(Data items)
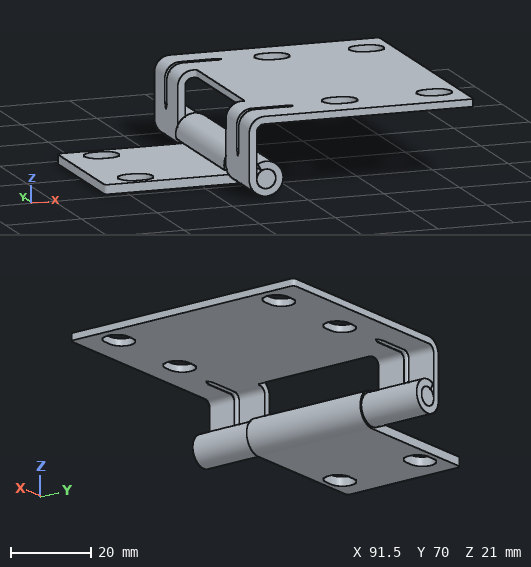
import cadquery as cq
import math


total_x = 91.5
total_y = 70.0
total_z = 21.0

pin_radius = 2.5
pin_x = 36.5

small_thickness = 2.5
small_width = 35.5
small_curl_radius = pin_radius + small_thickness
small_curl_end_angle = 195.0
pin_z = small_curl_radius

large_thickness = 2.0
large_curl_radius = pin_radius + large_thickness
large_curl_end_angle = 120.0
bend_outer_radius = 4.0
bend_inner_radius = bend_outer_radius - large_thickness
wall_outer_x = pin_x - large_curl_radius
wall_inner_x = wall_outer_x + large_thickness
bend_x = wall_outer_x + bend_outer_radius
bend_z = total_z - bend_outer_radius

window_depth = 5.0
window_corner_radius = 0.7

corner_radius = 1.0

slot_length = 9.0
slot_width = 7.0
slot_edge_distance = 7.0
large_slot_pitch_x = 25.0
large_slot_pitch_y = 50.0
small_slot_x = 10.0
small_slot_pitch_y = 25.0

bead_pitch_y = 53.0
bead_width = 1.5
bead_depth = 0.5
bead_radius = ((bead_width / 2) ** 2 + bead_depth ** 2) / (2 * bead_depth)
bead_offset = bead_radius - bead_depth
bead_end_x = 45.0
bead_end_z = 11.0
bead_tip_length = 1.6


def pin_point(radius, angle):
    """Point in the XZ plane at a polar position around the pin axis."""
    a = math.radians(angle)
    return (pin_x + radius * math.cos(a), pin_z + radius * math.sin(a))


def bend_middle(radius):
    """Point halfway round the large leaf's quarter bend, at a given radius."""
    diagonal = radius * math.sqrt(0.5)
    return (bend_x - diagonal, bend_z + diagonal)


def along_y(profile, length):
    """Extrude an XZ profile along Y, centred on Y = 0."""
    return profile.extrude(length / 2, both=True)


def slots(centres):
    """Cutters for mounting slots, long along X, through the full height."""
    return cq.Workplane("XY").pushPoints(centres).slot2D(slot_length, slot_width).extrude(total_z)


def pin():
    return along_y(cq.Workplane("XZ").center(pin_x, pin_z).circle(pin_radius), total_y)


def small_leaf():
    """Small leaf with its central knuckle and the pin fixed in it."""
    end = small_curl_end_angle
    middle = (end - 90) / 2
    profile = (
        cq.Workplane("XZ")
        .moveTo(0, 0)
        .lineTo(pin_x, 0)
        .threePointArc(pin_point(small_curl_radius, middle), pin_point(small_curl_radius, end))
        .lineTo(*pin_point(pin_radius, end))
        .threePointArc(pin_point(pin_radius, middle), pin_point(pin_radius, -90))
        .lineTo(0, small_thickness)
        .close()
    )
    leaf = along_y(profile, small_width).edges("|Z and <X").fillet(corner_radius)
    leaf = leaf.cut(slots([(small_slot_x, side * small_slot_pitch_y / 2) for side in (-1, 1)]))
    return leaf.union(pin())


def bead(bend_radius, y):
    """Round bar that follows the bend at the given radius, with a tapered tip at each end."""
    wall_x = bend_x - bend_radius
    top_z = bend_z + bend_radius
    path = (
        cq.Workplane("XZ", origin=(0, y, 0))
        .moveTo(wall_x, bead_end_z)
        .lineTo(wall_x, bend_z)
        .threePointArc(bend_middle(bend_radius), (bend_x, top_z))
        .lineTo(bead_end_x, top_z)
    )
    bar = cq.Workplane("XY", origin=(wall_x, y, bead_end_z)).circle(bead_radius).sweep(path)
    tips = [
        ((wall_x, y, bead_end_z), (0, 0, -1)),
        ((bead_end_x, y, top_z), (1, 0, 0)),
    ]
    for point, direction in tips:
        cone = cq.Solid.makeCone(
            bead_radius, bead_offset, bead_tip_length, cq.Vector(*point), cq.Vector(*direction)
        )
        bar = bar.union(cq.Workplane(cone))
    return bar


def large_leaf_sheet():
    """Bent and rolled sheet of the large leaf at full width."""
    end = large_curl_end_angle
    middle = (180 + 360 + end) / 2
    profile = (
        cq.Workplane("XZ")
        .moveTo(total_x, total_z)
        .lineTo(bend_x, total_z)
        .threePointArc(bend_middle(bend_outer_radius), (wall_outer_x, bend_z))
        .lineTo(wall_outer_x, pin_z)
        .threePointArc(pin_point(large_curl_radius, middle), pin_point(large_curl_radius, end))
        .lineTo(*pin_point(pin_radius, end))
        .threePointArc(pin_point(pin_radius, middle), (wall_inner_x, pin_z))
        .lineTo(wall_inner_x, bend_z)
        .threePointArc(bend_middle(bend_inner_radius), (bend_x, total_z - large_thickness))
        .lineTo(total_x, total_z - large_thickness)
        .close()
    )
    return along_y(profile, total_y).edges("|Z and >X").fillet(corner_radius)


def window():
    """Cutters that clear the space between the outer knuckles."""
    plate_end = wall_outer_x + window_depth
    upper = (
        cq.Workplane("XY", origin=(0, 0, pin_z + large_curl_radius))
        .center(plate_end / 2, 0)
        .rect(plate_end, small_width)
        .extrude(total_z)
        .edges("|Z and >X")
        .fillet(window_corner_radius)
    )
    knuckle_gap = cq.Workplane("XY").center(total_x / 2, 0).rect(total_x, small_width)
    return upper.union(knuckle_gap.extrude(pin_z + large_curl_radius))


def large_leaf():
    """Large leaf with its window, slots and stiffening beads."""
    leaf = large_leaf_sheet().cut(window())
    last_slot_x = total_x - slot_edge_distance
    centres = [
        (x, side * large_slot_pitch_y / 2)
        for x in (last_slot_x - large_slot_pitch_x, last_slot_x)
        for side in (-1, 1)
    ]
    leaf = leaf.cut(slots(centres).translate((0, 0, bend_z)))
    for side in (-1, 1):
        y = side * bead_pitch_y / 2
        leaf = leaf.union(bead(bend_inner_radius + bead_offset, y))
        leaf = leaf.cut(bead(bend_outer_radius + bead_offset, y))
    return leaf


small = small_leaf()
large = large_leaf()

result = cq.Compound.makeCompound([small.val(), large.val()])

* * *

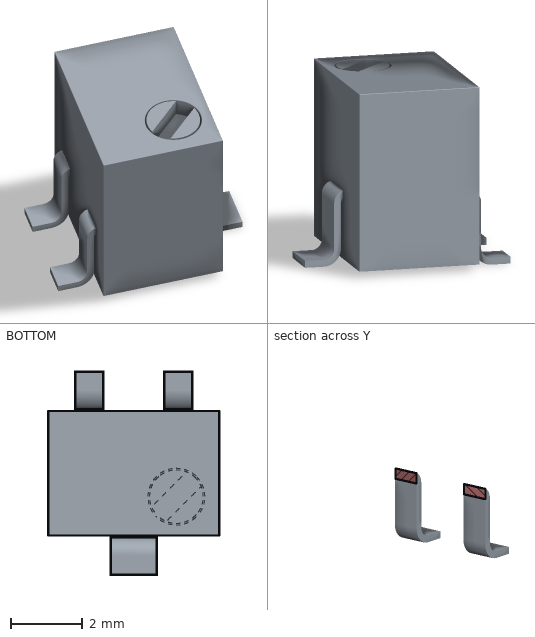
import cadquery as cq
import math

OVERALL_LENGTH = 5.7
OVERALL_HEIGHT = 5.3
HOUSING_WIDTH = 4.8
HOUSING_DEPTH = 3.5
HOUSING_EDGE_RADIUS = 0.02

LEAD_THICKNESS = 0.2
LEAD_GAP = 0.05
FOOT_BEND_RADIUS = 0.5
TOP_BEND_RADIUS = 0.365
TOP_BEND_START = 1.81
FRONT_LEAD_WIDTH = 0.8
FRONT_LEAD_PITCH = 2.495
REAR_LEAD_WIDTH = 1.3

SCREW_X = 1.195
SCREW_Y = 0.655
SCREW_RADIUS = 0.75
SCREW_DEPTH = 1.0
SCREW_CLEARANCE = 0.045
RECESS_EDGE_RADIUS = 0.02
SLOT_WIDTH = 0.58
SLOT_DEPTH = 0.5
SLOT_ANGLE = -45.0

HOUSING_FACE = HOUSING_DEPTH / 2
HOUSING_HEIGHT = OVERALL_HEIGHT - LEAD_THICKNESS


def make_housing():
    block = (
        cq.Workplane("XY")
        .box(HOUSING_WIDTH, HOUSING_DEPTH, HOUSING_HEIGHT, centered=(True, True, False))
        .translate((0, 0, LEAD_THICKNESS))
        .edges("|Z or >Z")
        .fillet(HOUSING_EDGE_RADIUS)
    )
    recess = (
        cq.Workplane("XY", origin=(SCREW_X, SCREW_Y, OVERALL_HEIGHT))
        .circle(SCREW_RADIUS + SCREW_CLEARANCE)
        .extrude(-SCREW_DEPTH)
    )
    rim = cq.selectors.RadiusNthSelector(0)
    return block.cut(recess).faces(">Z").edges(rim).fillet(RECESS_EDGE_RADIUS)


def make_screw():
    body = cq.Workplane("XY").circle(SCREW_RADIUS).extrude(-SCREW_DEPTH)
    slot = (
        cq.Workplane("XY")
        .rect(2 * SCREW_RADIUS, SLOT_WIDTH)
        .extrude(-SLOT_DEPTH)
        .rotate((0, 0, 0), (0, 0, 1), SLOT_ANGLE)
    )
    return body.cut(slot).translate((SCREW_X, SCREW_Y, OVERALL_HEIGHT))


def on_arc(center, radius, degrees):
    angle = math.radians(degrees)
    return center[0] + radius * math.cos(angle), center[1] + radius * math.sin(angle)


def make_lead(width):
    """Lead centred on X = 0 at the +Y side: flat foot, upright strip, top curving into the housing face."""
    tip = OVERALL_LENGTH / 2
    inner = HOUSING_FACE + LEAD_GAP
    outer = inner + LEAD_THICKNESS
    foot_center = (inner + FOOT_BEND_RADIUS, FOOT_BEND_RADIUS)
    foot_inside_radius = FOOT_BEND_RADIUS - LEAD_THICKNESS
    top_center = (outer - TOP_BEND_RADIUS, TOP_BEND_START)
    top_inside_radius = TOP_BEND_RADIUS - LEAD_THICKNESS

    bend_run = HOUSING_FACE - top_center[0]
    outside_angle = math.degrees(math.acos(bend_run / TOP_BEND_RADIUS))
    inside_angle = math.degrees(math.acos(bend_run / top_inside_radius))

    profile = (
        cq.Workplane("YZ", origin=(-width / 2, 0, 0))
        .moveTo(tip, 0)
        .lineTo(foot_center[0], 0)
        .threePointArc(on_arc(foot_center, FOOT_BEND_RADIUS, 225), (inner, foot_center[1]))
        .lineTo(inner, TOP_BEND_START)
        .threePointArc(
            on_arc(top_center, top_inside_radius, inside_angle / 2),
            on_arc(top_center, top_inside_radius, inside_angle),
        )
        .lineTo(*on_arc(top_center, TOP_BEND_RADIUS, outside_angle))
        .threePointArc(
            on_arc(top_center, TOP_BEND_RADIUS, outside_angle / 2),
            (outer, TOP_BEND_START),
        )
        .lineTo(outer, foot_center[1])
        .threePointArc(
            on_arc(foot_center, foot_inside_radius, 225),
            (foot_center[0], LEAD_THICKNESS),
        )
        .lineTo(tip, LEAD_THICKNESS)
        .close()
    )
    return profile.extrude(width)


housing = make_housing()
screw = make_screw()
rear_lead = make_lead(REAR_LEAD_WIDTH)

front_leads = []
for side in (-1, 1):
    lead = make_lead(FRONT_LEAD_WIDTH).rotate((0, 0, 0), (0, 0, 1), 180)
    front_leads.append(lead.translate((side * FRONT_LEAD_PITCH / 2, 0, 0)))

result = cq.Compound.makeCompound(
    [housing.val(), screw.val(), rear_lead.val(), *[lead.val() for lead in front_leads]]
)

What to work on: Check each line of the data above for the string "slots", and copy the ones that have it.

Output for this exercise:
def slots(centres):
    """Cutters for mounting slots, long along X, through the full height."""
    leaf = leaf.cut(slots([(small_slot_x, side * small_slot_pitch_y / 2) for side in (-1, 1)]))
    """Large leaf with its window, slots and stiffening beads."""
    leaf = leaf.cut(slots(centres).translate((0, 0, bend_z)))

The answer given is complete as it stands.